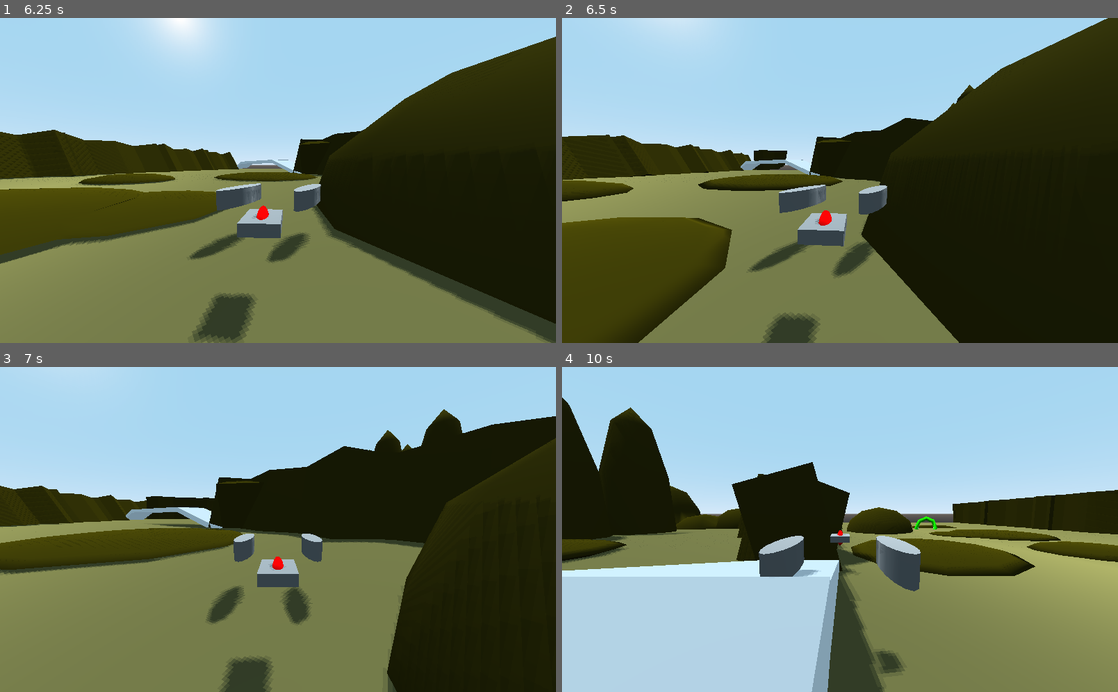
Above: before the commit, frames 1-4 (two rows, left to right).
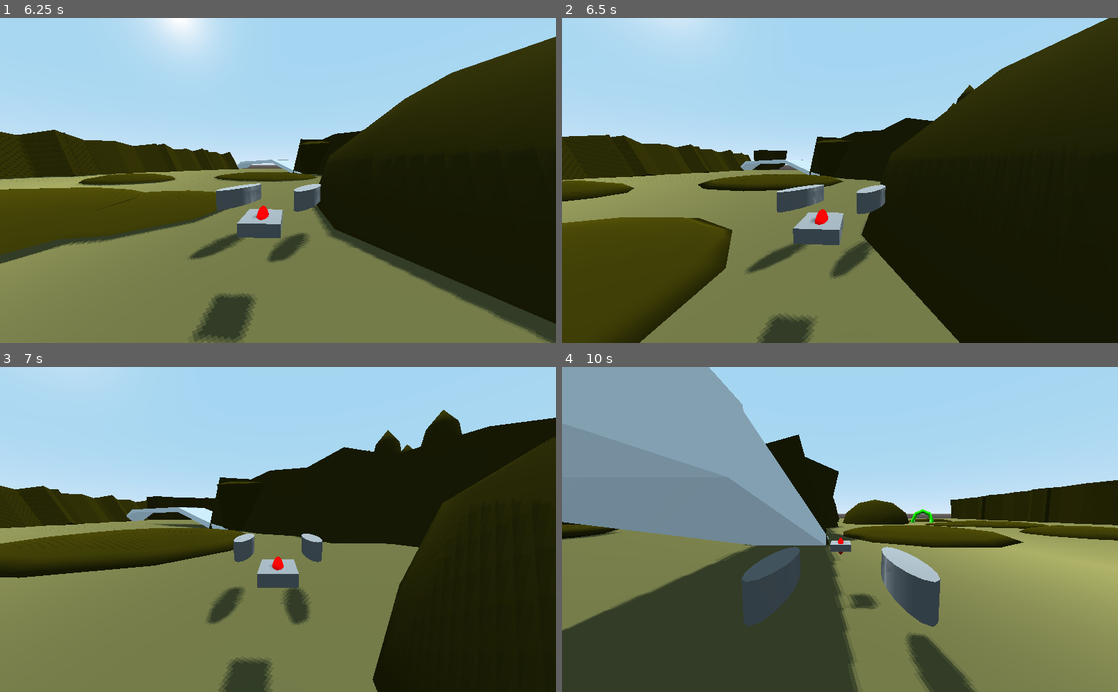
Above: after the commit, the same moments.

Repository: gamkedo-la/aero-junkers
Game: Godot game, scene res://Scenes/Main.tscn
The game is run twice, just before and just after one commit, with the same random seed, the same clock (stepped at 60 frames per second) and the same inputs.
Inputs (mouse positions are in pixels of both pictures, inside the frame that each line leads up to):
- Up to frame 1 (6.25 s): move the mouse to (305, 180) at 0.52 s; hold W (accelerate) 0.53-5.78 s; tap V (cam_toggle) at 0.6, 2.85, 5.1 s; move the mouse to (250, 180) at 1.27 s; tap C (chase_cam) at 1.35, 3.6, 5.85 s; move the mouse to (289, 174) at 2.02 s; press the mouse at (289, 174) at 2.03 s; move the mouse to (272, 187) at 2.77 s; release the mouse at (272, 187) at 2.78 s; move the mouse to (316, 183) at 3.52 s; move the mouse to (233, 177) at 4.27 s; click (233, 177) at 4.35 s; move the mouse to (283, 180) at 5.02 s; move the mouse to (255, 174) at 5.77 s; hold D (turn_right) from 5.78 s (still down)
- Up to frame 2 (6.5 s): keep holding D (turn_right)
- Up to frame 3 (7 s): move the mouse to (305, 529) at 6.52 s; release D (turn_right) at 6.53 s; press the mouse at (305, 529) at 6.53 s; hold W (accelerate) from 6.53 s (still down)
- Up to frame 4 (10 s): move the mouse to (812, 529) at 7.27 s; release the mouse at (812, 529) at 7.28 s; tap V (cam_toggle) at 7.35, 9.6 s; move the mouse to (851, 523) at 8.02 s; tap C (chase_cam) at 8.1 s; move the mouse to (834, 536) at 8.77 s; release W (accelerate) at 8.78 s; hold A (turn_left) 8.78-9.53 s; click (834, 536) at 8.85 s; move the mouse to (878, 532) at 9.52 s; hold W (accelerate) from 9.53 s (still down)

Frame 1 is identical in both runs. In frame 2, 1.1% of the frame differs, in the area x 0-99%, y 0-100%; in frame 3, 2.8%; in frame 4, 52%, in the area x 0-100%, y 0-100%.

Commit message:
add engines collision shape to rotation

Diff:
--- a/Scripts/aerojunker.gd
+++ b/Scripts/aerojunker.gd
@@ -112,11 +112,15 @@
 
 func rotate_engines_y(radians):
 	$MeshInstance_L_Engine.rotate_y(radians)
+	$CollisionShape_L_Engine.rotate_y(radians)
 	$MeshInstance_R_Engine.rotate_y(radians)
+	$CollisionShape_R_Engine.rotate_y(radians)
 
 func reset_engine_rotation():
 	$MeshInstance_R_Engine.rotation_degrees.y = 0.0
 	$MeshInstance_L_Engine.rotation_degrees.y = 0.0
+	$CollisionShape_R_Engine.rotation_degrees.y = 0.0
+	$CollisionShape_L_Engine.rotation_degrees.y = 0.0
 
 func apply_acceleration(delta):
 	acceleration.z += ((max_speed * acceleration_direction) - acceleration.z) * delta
******
## EXERCISE GOAL
The whole listing above, word for word: repeat it with the pictures excluded.

## SOLUTION TO THE PROBLEM
Above: before the commit, frames 1-4 (two rows, left to right).
Above: after the commit, the same moments.

Repository: gamkedo-la/aero-junkers
Game: Godot game, scene res://Scenes/Main.tscn
The game is run twice, just before and just after one commit, with the same random seed, the same clock (stepped at 60 frames per second) and the same inputs.
Inputs (mouse positions are in pixels of both pictures, inside the frame that each line leads up to):
- Up to frame 1 (6.25 s): move the mouse to (305, 180) at 0.52 s; hold W (accelerate) 0.53-5.78 s; tap V (cam_toggle) at 0.6, 2.85, 5.1 s; move the mouse to (250, 180) at 1.27 s; tap C (chase_cam) at 1.35, 3.6, 5.85 s; move the mouse to (289, 174) at 2.02 s; press the mouse at (289, 174) at 2.03 s; move the mouse to (272, 187) at 2.77 s; release the mouse at (272, 187) at 2.78 s; move the mouse to (316, 183) at 3.52 s; move the mouse to (233, 177) at 4.27 s; click (233, 177) at 4.35 s; move the mouse to (283, 180) at 5.02 s; move the mouse to (255, 174) at 5.77 s; hold D (turn_right) from 5.78 s (still down)
- Up to frame 2 (6.5 s): keep holding D (turn_right)
- Up to frame 3 (7 s): move the mouse to (305, 529) at 6.52 s; release D (turn_right) at 6.53 s; press the mouse at (305, 529) at 6.53 s; hold W (accelerate) from 6.53 s (still down)
- Up to frame 4 (10 s): move the mouse to (812, 529) at 7.27 s; release the mouse at (812, 529) at 7.28 s; tap V (cam_toggle) at 7.35, 9.6 s; move the mouse to (851, 523) at 8.02 s; tap C (chase_cam) at 8.1 s; move the mouse to (834, 536) at 8.77 s; release W (accelerate) at 8.78 s; hold A (turn_left) 8.78-9.53 s; click (834, 536) at 8.85 s; move the mouse to (878, 532) at 9.52 s; hold W (accelerate) from 9.53 s (still down)

Frame 1 is identical in both runs. In frame 2, 1.1% of the frame differs, in the area x 0-99%, y 0-100%; in frame 3, 2.8%; in frame 4, 52%, in the area x 0-100%, y 0-100%.

Commit message:
add engines collision shape to rotation

Diff:
--- a/Scripts/aerojunker.gd
+++ b/Scripts/aerojunker.gd
@@ -112,11 +112,15 @@
 
 func rotate_engines_y(radians):
 	$MeshInstance_L_Engine.rotate_y(radians)
+	$CollisionShape_L_Engine.rotate_y(radians)
 	$MeshInstance_R_Engine.rotate_y(radians)
+	$CollisionShape_R_Engine.rotate_y(radians)
 
 func reset_engine_rotation():
 	$MeshInstance_R_Engine.rotation_degrees.y = 0.0
 	$MeshInstance_L_Engine.rotation_degrees.y = 0.0
+	$CollisionShape_R_Engine.rotation_degrees.y = 0.0
+	$CollisionShape_L_Engine.rotation_degrees.y = 0.0
 
 func apply_acceleration(delta):
 	acceleration.z += ((max_speed * acceleration_direction) - acceleration.z) * delta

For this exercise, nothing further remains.